As Scottish chemist and technologist George Wilson reported, in his 1859 history of electricity, “some twenty versions of the story are known on the continent” and that he was already making redactions to previous comments about the discovery he had published. [6] In American physiologist Charles Sherrington’s 1840 Man on His Nature, to cite one example, he states, in regards to the two-millennium long mind-brain-soul-movement debate, from Hippocrates to Kant, that:
Lucia Galvani
Luigi's wife Lucia Galvani (1743-1788/90), the possibly discoverer of electrically-induced dissected animal parts movement.

“Their death-knell rang when Lucia Galvani told her husband Luigi that the frogs’ legs prepared for the meal seemed alive on the copper wire.”

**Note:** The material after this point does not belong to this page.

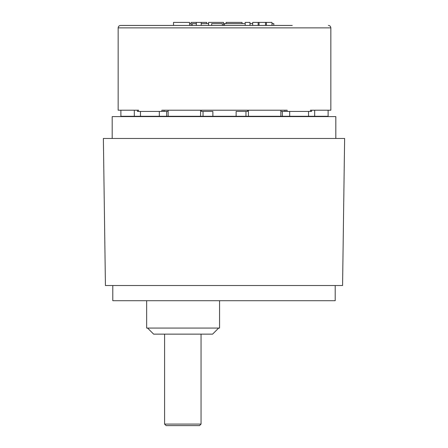 <?xml version="1.0" encoding="UTF-8"?>
<svg xmlns="http://www.w3.org/2000/svg" width="448" height="448" viewBox="0 0 448 448"><rect width="100%" height="100%" fill="white"/><g stroke="black" fill="none" stroke-linecap="round" stroke-linejoin="round"><path stroke-width="0.67" d="M335.205 285.527L335.205 300.72L112.795 300.72L112.795 285.527M109.469 285.527L342.574 285.527L344.624 138.466L103.376 138.466L105.426 285.527L109.469 285.527M218.658 328.065L212.582 334.141L153.636 334.141L147.56 328.065M146.647 300.72L146.647 328.065L219.57 328.065L219.57 300.72M292.258 25.441L224.504 25.441L292.258 25.441M118.154 110.208L138.538 110.208L138.538 111.429L161.896 111.429L161.896 110.208L287.106 110.208L287.106 111.429L310.464 111.429L310.464 110.208L330.848 110.208L330.848 27.871L118.154 27.871L118.154 110.208M226.111 23.615L226.111 22.4L242.054 22.4L242.054 23.615M189.56 25.441L189.56 22.4L173.527 22.4L173.527 25.441M168.146 116.29L200.581 116.29L200.581 110.208L168.146 110.208L168.146 116.29L166.645 116.29L166.645 111.429L161.896 111.429M168.146 110.208L164.041 110.208L164.041 111.429L168.146 111.429M224.504 25.441L120.585 25.441L224.504 25.441L224.504 23.615L245.19 23.615M289.671 111.429L289.671 116.29L282.358 116.29L282.358 111.429L287.106 111.429M280.857 111.429L284.962 111.429L284.962 110.208L248.422 110.208L248.422 116.29L280.857 116.29L280.857 110.208M166.645 116.29L159.331 116.29L159.331 111.429M140.465 111.429L140.465 116.29L159.331 116.29M289.671 116.29L308.538 116.29L308.538 111.429M258.132 25.441L258.132 22.4L252.689 22.4L252.689 25.441M271.998 25.441L271.998 22.4L266.42 22.4L266.42 25.441M265.507 25.441L265.507 22.4L266.42 22.4M259.05 25.441L259.05 22.4L265.507 22.4M258.132 22.4L259.05 22.4M252.689 23.615L249.99 23.615M249.99 25.441L249.99 22.4L245.19 22.4L245.19 25.441M201.208 23.615L208.606 23.615M201.208 25.441L201.208 22.4L206.713 22.4L206.713 23.615M191.139 25.441L191.139 22.4L201.208 22.4M196.336 22.4L196.336 25.441M196.336 23.615L192.231 23.615L192.231 25.441M191.139 23.615L189.56 23.615M208.606 25.441L208.606 22.4L223.518 22.4L223.518 25.441M222.354 23.615L222.354 25.441L222.354 23.615L211.686 23.615L211.686 25.441M273.795 25.441L273.795 23.615L271.998 23.615M223.518 23.615L224.504 23.615M134.316 110.208L120.882 110.208L120.882 116.29L134.316 116.29L134.316 110.208M138.538 110.208L137.407 110.208L137.407 111.429L138.538 111.429M310.464 111.429L311.595 111.429L311.595 110.208L310.464 110.208M328.121 110.208L314.686 110.208L314.686 116.29L328.121 116.29L328.121 110.208M201.398 110.208L201.398 111.429L212.873 111.429L212.873 116.29L236.13 116.29L236.13 111.429L247.604 111.429L247.604 110.208M314.686 116.29L308.538 116.29M282.358 116.29L280.857 116.29M248.422 116.29L236.13 116.29M212.873 116.29L200.581 116.29M140.465 116.29L134.316 116.29M236.13 111.429L245.963 111.429L245.963 116.29M203.039 116.29L203.039 111.429L212.873 111.429M201.046 424.082L199.528 425.6L166.107 425.6L164.584 424.082L201.046 424.082L201.046 334.141M335.815 138.466L335.815 116.592L112.185 116.592L112.185 138.466M330.848 27.871C330.714 26.404 329.907 25.598 328.418 25.441M254.884 116.592L254.884 116.29M118.154 27.871C118.289 26.404 119.095 25.598 120.585 25.441M164.836 116.592L164.836 116.29M183.383 116.592L183.383 116.29M296.117 116.592L296.117 116.29M202.832 116.592L202.832 116.29M315.56 116.592L315.56 116.29M164.584 334.141L164.584 424.082"/></g></svg>

While it is certainly true that there is a connection between culinary habits, e.g. salting frog legs and movement, the actual discovery seems to have either an arc connecting dissimilar metals, e.g. an iron-copper-frog arc, or an electric generator that released sparks stimulating movement. As to dates, in 1760 or 1762, Luigi married Lucia Galeazzi, the daughter of Italian anatomist and professor of experimental physics Domenico Gusmano Galeazzi (1686–1775), after which at the request of the father he moved in with is in-laws, and during the course of the the next ten years, according to Italian biographer Stephen Spignesi, he performed his most famous frog electricity experiments. [8] As to who actually made the discovery, Wilson, to cite one example, attributes the first viewing of the twitching to Lucia, who as Galvini’s devoted assistant: [6]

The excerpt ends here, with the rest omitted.